A skill is not loading. The cause is almost always that the SDK only loads skill sources you explicitly pass. It does not scan the CLI's directories. Confirm you passed the skill's source path in skills=, and that, on the default backend, you seeded the file in through invoke(files={...}). Check the source path before you check anything else.

A namespace is not isolating, so users see each other's memory. The cause is a missing or wrong namespace factory on a StoreBackend. This is the gotcha that passes every single-user test, because isolation only fails when a second user shows up. Confirm the factory keys on the user's identity, and confirm that you actually set it, because the legacy default shares storage across everyone on the same assistant.

A trace is not appearing.
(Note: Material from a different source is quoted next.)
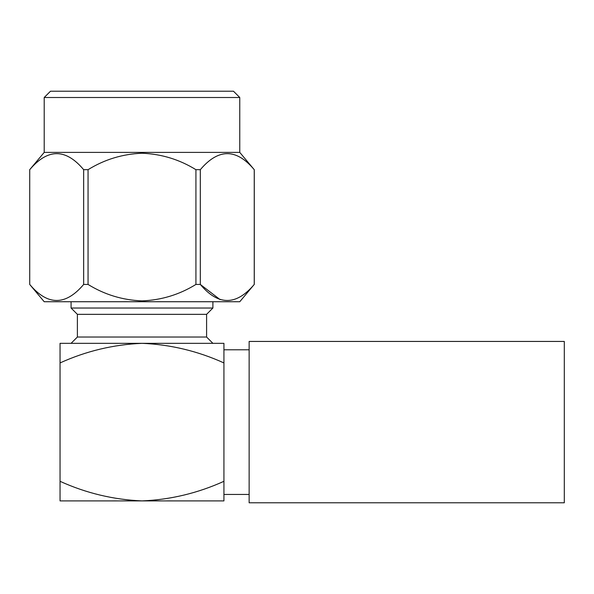 <?xml version="1.0" encoding="UTF-8"?>
<svg xmlns="http://www.w3.org/2000/svg" width="594" height="594" viewBox="0 0 594 594"><rect width="100%" height="100%" fill="white"/><g stroke="black" fill="none" stroke-linecap="round" stroke-linejoin="round"><path stroke-width="0.89" d="M564.3 422.119L564.3 341.439L249.138 341.439L249.138 502.799L564.3 502.799L564.3 422.119M44.208 97.505L50.512 91.201L233.464 91.201L239.768 97.505L44.208 97.505L44.208 152.391L239.768 152.391L254.247 169.684C236.33 148.307 218.347 148.307 200.312 169.684L195.923 169.684C179.366 159.467 161.39 153.987 141.988 153.237C122.483 154.017 104.507 159.504 88.053 169.684L83.665 169.684C65.741 148.307 47.765 148.307 29.73 169.684L29.73 284.437C47.646 305.813 65.622 305.813 83.665 284.437L88.053 284.437C104.507 294.617 122.483 300.104 141.988 300.883C161.39 300.133 179.366 294.654 195.923 284.437L200.312 284.437C218.236 305.813 236.212 305.813 254.247 284.437L239.768 301.73L44.208 301.73L29.7 284.437M249.138 349.792L223.931 349.792L223.931 362.927L223.931 343.332L141.988 343.332C170.33 344.505 197.639 351.039 223.931 362.927L223.931 494.446L249.138 494.446M206.593 314.337L212.897 308.034L71.08 308.034L77.383 314.337L206.593 314.337L206.593 337.028L77.383 337.028L71.08 343.332M223.931 500.905L223.931 481.311C197.639 493.198 170.33 499.732 141.988 500.905C113.484 499.695 86.167 493.161 60.046 481.311L60.046 500.905L223.931 500.905M60.046 362.927C86.167 351.076 113.484 344.542 141.988 343.332L60.046 343.332L60.046 481.311M220.166 299.666L200.312 284.437L200.312 169.684M88.053 284.437L88.053 169.684M195.923 169.684L195.923 284.437M29.73 284.437L29.73 169.684M83.665 169.684L83.665 284.437M254.247 169.684L254.247 284.437M44.208 152.391L29.7 169.684M239.768 97.505L239.768 152.391M206.593 337.028L212.897 343.332M212.897 301.73L212.897 308.034M71.08 301.73L71.08 308.034M77.383 314.337L77.383 337.028M254.277 169.684L254.277 284.437"/></g></svg>
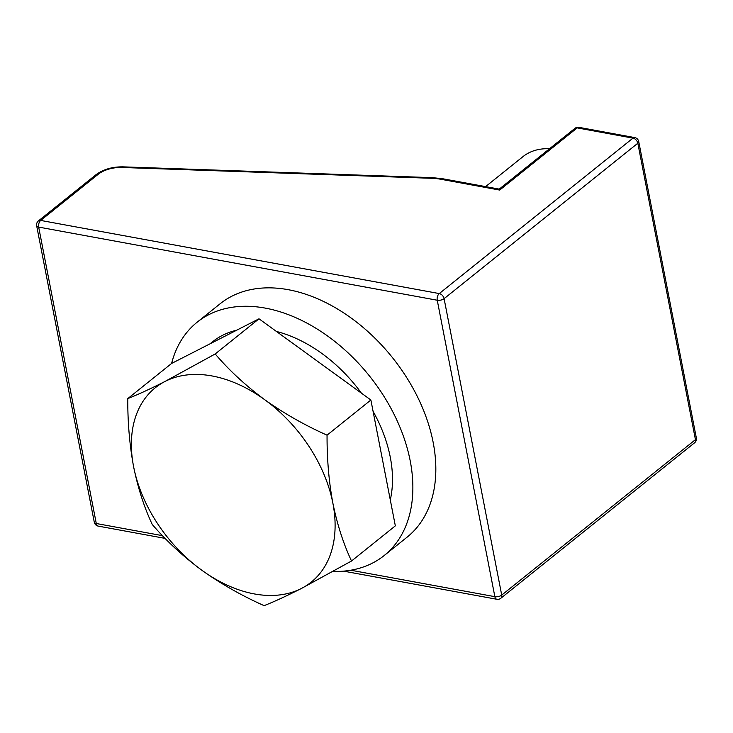 <?xml version="1.0" encoding="UTF-8"?>
<svg xmlns="http://www.w3.org/2000/svg" width="733" height="733" viewBox="0 0 733 733"><rect width="100%" height="100%" fill="white"/><g stroke="black" fill="none" stroke-linecap="round" stroke-linejoin="round"><path stroke-width="1.1" d="M499.704 190.067L440.771 179.255A44.86 20.368 169 0 0 431.435 178.284L121.605 167.463A19.938 9.053 -11 0 0 98.332 174.179L40.691 220.431L439.269 293.576L632.991 138.134L577.192 127.89L499.704 190.067L499.191 189.123M373.07 411.305A124.601 84.038 51.3 0 1 390.277 457.181A124.601 84.038 51.3 0 1 390.286 499.897M210.041 343.814L212.662 341.706A124.601 84.038 51.3 0 1 236.622 330.235M276.405 331.444A124.601 84.038 51.3 0 1 361.442 393.172M549.521 148.744A74.757 50.421 -128.7 0 0 522.895 156.688L485.594 186.622M127.771 398.605C127.67 422.538 129.613 445.224 133.598 466.664A124.601 84.038 51.3 0 1 165.072 381.426C150.338 388.902 137.914 394.62 127.771 398.605L171.595 363.449L259.006 318.809L370.88 400.016L395.334 525.854L351.519 561.011C343.475 543.923 337.262 524.663 332.883 503.232A124.601 84.038 51.3 0 1 301.41 588.471A124.601 84.038 51.3 0 1 201.767 570.192C221.009 583.889 241.789 595.709 264.109 605.65C274.289 601.646 286.722 595.92 301.41 588.471L351.519 561.011M264.714 399.714A124.601 84.038 51.3 0 1 332.883 503.232C328.897 481.792 326.955 459.105 327.055 435.173C304.699 425.195 283.918 413.375 264.714 399.714C245.812 385.732 229.301 370.486 215.19 353.966L165.072 381.426A124.601 84.038 51.3 0 1 264.714 399.714M133.598 466.664A124.601 84.038 -128.7 0 0 201.767 570.192C182.92 556.237 166.409 540.981 152.235 524.443C144.19 507.355 137.978 488.096 133.598 466.664M370.88 400.016L327.055 435.173M259.006 318.809L215.19 353.966M171.604 363.44A149.523 100.852 51.3 0 1 197.067 322.273A149.523 100.852 51.3 0 1 320.266 331.004A149.523 100.852 51.3 0 1 410.205 460.837A149.523 100.852 51.3 0 1 384.211 555.513A149.523 100.852 51.3 0 1 333.057 571.465M197.067 322.273L220.028 303.847A149.523 100.852 51.3 0 1 343.227 312.588A149.523 100.852 51.3 0 1 433.166 442.411A149.523 100.852 51.3 0 1 407.172 537.097L384.211 555.513M696.35 437.968A4.984 2.263 -11 0 1 695.443 439.653L637.82 143.228L444.097 298.661L501.72 595.095L695.443 439.653A4.984 3.363 51.3 0 1 694.572 442.805A4.984 4.984 0 0 0 696.35 437.968L638.727 141.542A4.984 4.984 0 0 0 634.741 137.593A4.984 2.905 -79.6 0 0 632.991 138.134A4.984 3.363 51.3 0 1 637.82 143.228A4.984 2.263 -11 0 0 638.727 141.542M350.795 570.228L494.857 596.662L437.244 300.237L38.675 227.093L96.289 523.518L162.497 535.667M343.64 571.144L496.827 599.264A4.984 2.905 -79.6 0 1 494.857 596.662A4.984 2.263 -11 0 0 501.72 595.095A4.984 3.363 51.3 0 1 500.85 598.247L694.572 442.805M98.259 526.12A4.984 2.905 -79.6 0 1 96.289 523.518A4.984 2.263 -11 0 1 94.273 522.171A4.984 4.984 0 0 0 98.259 526.12L165.127 538.389M437.244 300.237A4.984 2.263 -11 0 0 444.097 298.661A4.984 3.363 51.3 0 0 439.269 293.576A4.984 2.905 -79.6 0 0 437.244 300.237M38.675 227.093A4.984 2.905 -79.6 0 1 40.691 220.431A4.984 3.363 51.3 0 0 38.428 220.899A4.984 4.984 0 0 0 36.65 225.737A4.984 2.263 -11 0 0 38.675 227.093M38.428 220.899L96.06 174.656A4.984 3.363 51.3 0 1 98.332 174.179M578.942 127.35A4.984 4.984 0 0 0 574.919 128.367A4.984 3.363 -128.7 0 1 577.192 127.89A4.984 2.905 -79.6 0 1 578.942 127.35L634.741 137.593M96.06 174.656C103.225 169.405 112.085 166.803 122.631 166.84A4.984 2.016 92 0 0 121.605 167.463M431.435 178.284A4.984 2.016 -88 0 1 432.452 177.661L442.512 178.715A4.984 2.905 100.4 0 0 440.771 179.255M496.827 599.264A4.984 4.984 0 0 0 500.85 598.247M94.273 522.171L36.65 225.737M122.631 166.84L432.452 177.661M442.512 178.715L499.219 189.123L574.919 128.367"/></g></svg>

Confirm LANGSMITH_TRACING is "true" and LANGSMITH_API_KEY is set in the environment the agent actually runs in, which in a deployment is not your shell. A trace that works locally and vanishes in production is usually an environment variable that did not make it into the deployed container.

Do this today

Turn on tracing. Set LANGSMITH_TRACING, LANGSMITH_API_KEY, and LANGSMITH_PROJECT, then run your agent once and open the trace. You now have a searchable record of every run.
Add a response_format schema to one agent that feeds downstream code. Replace the regex that parses its prose with a typed field read off structured_response.
Sort one trace by cost in LangSmith. Find the step or model that dominates the bill, and decide whether the cap from your loop controls is set right.
Write one harness profile for a model other than your development model. Register a system_prompt_suffix and confirm the agent picks it up when that model is selected.
Create a deepagents.toml that declares your sandbox provider, and move that config out of your agent code.

See it, then ship it

Observability gives you eyes. LangSmith tracing shows the full nested picture, structured output lets downstream code consume typed results, cost and token visibility rides along for free, and OpenTelemetry export covers teams with an existing stack. Packaging gives you portability. Harness profiles make the agent behave correctly on any model, deepagents.toml carries deployment config, and a single module collects everything your agent became.

The silent failure at the top of this article is not bad luck. It is the predictable result of shipping an agent you cannot see, in a package nobody else can run. Trace it so you can see it. Profile it so it behaves the same everywhere. Bundle it into one module so a teammate runs it tomorrow without reading your mind.

An agent worth building is an agent worth shipping. The difference between the two is eyes and a package.

This is Part 11 of "Building with LangChain Deep Agents," a 13-part guide to building production-ready AI agents.